Histology of Thryroid and Parathyroid Gland

• C. The parathyroid gland: yellowish in color, lie posterior or the thyroid gland. There are at least two pairs of glands but some may have as many as four pairs. The hormone it releases is parathyroid hormone (PTH) which has the opposite effect if calcitonin. It increase calcium ion levels in the blood by either activating the osteoclast, stimulating the kidney to reabsorb more calcium, or activation vitamin D production for calcium to be absorbed from food.

• D. The adrenal (suprarenal) gland: These are two glands located superiorly to the kidney and are actually two different glands within one structure.

• 1. adrenal medulla: considered part of the autonomic nervous system, it releases adrenaline or epinephrine to assist in the “fight or flight” response.

• 2. adrenal cortex: secretes steroids called corticosteroids. Aldosterone (mineralocorticoid) is secreted in response to a decrease in blood volume or blood pressure stimulating the kidneys to reabsorb more water or sodium. Another group of hormones is called the glucocorticoids which include cortisol. These hormones keep blood glucose levels high to maintain brain activity during stressful situations. They can direct lymphocytes, or decrease inflammation.

• E. The pineal gland: also located in the brain and controlled by the hypothalamus, it is composed of endocrine cells that secrete melatonin which regulates the internal body clocks: it induces sleep.

• F. The pancreas: located in the abdominal cavity it contains endocrine cells called the islets of Langerhans that produce amino acid based hormones. The cells release insulin which stimulates absorption of glucose by tissue cells when blood glucose levels are high, and also releases glucagon that stimulates the liver to release sugar into the blood when blood glucose levels are low.

Histology of the pancreas

• G. The thymus: located in lower neck, anterior thorax, and posterior to the sternum. It secretes amino acid based hormones called thymic hormones like thymopoeitin and thymosin that stimulate T-lymphocytes to become immunocompetent.

• H. The gonads: testes and ovaries are organs that secret steroid sex hormones. Androgens released by these glands are changed into testosterone, estrogen, and progesterone. They maintain primary and secondary sex characteristics and cells involved in reproduction.
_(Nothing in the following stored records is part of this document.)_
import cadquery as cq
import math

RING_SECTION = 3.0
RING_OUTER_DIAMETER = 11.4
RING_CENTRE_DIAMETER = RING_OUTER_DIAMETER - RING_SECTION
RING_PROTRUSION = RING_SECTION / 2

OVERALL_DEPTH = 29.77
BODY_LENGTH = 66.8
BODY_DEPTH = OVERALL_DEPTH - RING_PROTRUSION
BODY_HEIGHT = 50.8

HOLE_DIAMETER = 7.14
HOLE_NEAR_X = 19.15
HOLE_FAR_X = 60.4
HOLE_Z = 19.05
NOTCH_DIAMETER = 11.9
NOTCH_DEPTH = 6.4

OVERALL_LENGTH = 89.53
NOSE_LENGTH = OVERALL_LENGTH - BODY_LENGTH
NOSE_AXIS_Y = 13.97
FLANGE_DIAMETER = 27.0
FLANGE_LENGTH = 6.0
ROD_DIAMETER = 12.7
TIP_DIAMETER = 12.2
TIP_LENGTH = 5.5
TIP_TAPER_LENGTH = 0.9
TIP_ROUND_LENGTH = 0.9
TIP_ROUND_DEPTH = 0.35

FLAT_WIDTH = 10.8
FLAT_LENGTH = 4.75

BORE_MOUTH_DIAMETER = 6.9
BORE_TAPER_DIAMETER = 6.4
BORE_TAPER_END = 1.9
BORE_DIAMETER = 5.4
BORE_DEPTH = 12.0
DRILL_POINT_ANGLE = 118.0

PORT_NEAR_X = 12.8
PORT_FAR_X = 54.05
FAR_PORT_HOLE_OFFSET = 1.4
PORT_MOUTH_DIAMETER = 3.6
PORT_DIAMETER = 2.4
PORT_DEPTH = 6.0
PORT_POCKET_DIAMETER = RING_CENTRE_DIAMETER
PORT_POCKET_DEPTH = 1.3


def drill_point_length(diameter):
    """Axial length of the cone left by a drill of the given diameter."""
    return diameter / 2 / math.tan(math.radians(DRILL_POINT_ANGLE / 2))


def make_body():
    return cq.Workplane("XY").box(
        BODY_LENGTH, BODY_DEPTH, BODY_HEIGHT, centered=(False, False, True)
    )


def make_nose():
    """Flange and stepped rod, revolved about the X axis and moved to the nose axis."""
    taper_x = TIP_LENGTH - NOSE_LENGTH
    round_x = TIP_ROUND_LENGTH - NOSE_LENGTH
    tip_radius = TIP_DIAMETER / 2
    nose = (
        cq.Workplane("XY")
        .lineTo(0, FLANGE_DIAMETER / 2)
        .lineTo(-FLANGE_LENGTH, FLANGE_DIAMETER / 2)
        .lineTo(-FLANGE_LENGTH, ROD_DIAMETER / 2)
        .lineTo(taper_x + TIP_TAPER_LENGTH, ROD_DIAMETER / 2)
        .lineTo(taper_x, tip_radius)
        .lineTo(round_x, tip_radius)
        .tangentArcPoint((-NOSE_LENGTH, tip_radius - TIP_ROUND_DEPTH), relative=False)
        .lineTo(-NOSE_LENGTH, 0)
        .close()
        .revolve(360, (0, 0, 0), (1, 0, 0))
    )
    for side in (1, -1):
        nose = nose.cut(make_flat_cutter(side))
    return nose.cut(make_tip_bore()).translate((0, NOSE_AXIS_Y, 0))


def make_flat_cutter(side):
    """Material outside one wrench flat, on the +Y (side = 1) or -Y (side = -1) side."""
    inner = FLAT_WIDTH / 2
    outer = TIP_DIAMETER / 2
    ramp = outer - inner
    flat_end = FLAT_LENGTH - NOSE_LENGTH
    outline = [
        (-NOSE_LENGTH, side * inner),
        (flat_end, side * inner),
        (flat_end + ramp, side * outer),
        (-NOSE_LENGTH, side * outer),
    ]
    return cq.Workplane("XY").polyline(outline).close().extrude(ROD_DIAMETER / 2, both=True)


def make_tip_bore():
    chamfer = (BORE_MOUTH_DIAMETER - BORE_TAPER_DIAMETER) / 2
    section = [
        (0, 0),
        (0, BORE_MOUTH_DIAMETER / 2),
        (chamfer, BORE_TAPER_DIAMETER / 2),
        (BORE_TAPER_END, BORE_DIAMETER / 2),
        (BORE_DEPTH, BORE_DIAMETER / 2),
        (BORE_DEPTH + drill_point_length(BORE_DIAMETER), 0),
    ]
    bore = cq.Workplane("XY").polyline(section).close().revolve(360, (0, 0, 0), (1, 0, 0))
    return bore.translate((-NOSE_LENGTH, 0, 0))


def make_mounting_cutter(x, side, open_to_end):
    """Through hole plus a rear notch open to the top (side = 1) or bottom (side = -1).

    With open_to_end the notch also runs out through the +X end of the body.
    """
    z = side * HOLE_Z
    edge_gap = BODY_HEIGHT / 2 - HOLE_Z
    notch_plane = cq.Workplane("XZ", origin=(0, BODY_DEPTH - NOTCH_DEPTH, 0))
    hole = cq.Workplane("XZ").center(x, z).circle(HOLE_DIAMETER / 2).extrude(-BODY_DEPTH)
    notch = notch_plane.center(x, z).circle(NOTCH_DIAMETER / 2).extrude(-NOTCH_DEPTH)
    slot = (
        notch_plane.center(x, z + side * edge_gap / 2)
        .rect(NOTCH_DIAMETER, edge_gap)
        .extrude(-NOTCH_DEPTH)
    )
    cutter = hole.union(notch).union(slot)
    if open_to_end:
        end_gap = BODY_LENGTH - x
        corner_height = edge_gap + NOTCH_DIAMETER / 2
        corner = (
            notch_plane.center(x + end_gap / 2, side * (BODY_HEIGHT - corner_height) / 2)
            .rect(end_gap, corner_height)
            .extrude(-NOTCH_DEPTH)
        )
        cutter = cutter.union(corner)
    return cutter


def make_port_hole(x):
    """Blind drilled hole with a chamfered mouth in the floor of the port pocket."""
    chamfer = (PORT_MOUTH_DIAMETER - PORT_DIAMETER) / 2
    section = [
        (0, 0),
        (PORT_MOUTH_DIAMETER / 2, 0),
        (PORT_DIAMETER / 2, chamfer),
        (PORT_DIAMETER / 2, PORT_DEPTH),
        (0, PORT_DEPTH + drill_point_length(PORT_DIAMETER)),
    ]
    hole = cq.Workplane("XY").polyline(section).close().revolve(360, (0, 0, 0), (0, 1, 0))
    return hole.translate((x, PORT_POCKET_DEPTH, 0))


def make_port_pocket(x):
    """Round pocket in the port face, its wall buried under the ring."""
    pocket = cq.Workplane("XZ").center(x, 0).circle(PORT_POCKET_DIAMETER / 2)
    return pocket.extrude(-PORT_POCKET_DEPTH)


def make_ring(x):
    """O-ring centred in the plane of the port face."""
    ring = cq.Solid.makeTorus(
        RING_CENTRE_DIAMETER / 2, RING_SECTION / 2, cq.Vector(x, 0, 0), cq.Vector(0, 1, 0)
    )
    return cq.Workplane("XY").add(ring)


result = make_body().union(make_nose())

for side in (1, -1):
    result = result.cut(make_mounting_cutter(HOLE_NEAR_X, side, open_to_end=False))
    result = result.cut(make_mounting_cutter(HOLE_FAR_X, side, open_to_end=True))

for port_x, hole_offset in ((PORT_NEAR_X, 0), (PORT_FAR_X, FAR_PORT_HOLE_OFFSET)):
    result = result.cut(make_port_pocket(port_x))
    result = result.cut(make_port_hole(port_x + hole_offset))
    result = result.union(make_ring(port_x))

III. Other endocrine structures:• A. The heart has sensory cells in the atria that stimulate the kidneys

to produce more urine containing salt. Getting rid of the excess fluid and salt reduces excess blood volume and salt blood levels, and reduces blood pressure.

• B. The GI tract has scattered cells that release amino acid/peptide hormones chemically similar to neurotransmitters. They affect functions related to regulating digestion, blood chemistry, and blood flow.

• C. The placenta is produced only when conception occurs, it secrets hormones that prevent the uterus from getting rid of the nutrient layer to which it is attached. It also produces other steroid hormones: estrogen, progesterone, corticotropin-releasing hormone, and human chorionic gonadotropin.

• D. The kidneys release rennin which regulates blood pressure and erythropoietin which stimulates erythrocyte production.

• E. When exposed to UV rays, the skin produces a steroid hormone precursor to vitamin D. Vitamin D helps in the absorption of calcium.